- PROBLEM REQUIREMENTS
Print all of the records. Exclude the images.

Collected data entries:
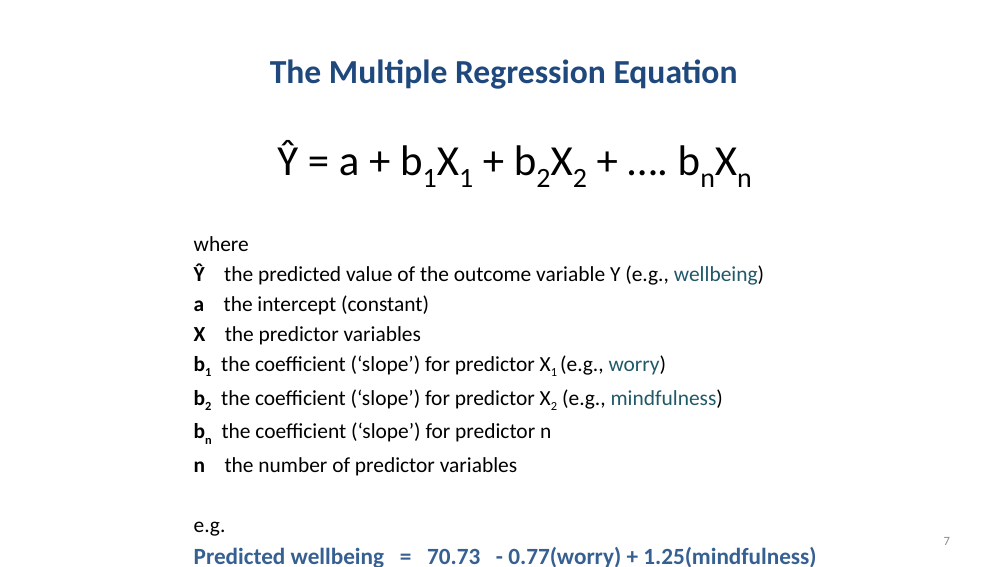
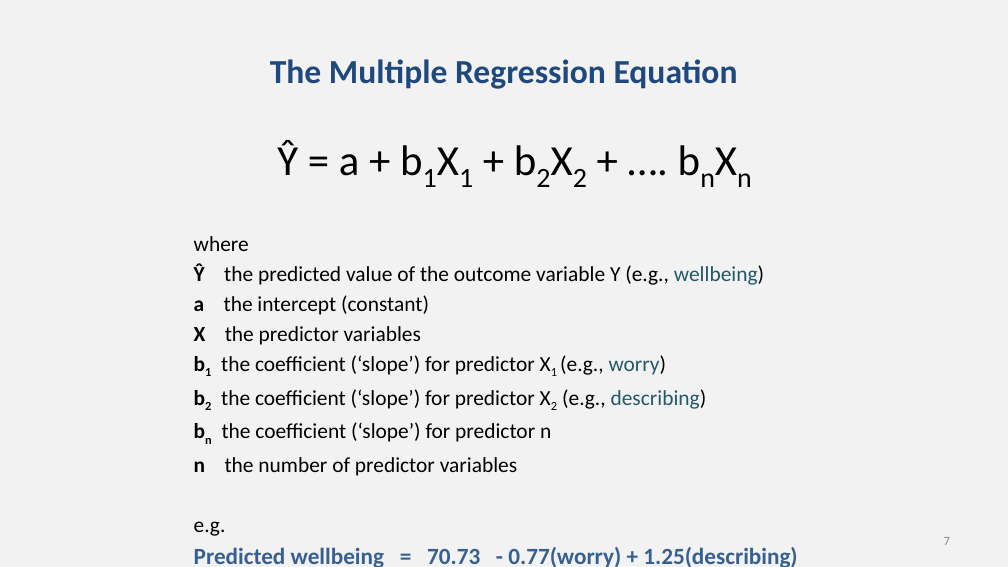
Before and after one commit to chrisjberry/datafluencyCB, a slide deck: slide 7 of docs/slides/PSYC753_L2_MultipleRegression1.pptx. Drawn at 1008x567 pixels with LibreOffice and Linux fonts; fonts in the diff are those of the drawing. Boxes give left, top, right and bottom in pixels: in the first picture for what was removed or moved away, otherwise in the second. Text is boxed around its words. In the diff, an @@ line names an element or a change of style, - is before the commit and + after.

```diff
--- a/docs/slides/PSYC753_L2_MultipleRegression1.pptx
+++ b/docs/slides/PSYC753_L2_MultipleRegression1.pptx
@@ background #FFFFFF to #F2F2F2 @@
@@ text at (221, 389, 707, 409): text changed @@
-b2 the coefficient (‘slope’) for predictor X2 (e.g., mindfulness)
+b2 the coefficient (‘slope’) for predictor X2 (e.g., describing)
@@ text at (194, 547, 797, 567): text changed @@
-Predicted wellbeing = 70.73 - 0.77(worry) + 1.25(mindfulness)
+Predicted wellbeing = 70.73 - 0.77(worry) + 1.25(describing)
```
Also in this commit, not shown: 19 other slides changed, 1 slide added, 1 other file.

- SOLUTION FOR THIS EXERCISE
Before and after one commit to chrisjberry/datafluencyCB, a slide deck: slide 7 of docs/slides/PSYC753_L2_MultipleRegression1.pptx. Drawn at 1008x567 pixels with LibreOffice and Linux fonts; fonts in the diff are those of the drawing. Boxes give left, top, right and bottom in pixels: in the first picture for what was removed or moved away, otherwise in the second. Text is boxed around its words. In the diff, an @@ line names an element or a change of style, - is before the commit and + after.

```diff
--- a/docs/slides/PSYC753_L2_MultipleRegression1.pptx
+++ b/docs/slides/PSYC753_L2_MultipleRegression1.pptx
@@ background #FFFFFF to #F2F2F2 @@
@@ text at (221, 389, 707, 409): text changed @@
-b2 the coefficient (‘slope’) for predictor X2 (e.g., mindfulness)
+b2 the coefficient (‘slope’) for predictor X2 (e.g., describing)
@@ text at (194, 547, 797, 567): text changed @@
-Predicted wellbeing = 70.73 - 0.77(worry) + 1.25(mindfulness)
+Predicted wellbeing = 70.73 - 0.77(worry) + 1.25(describing)
```
Also in this commit, not shown: 19 other slides changed, 1 slide added, 1 other file.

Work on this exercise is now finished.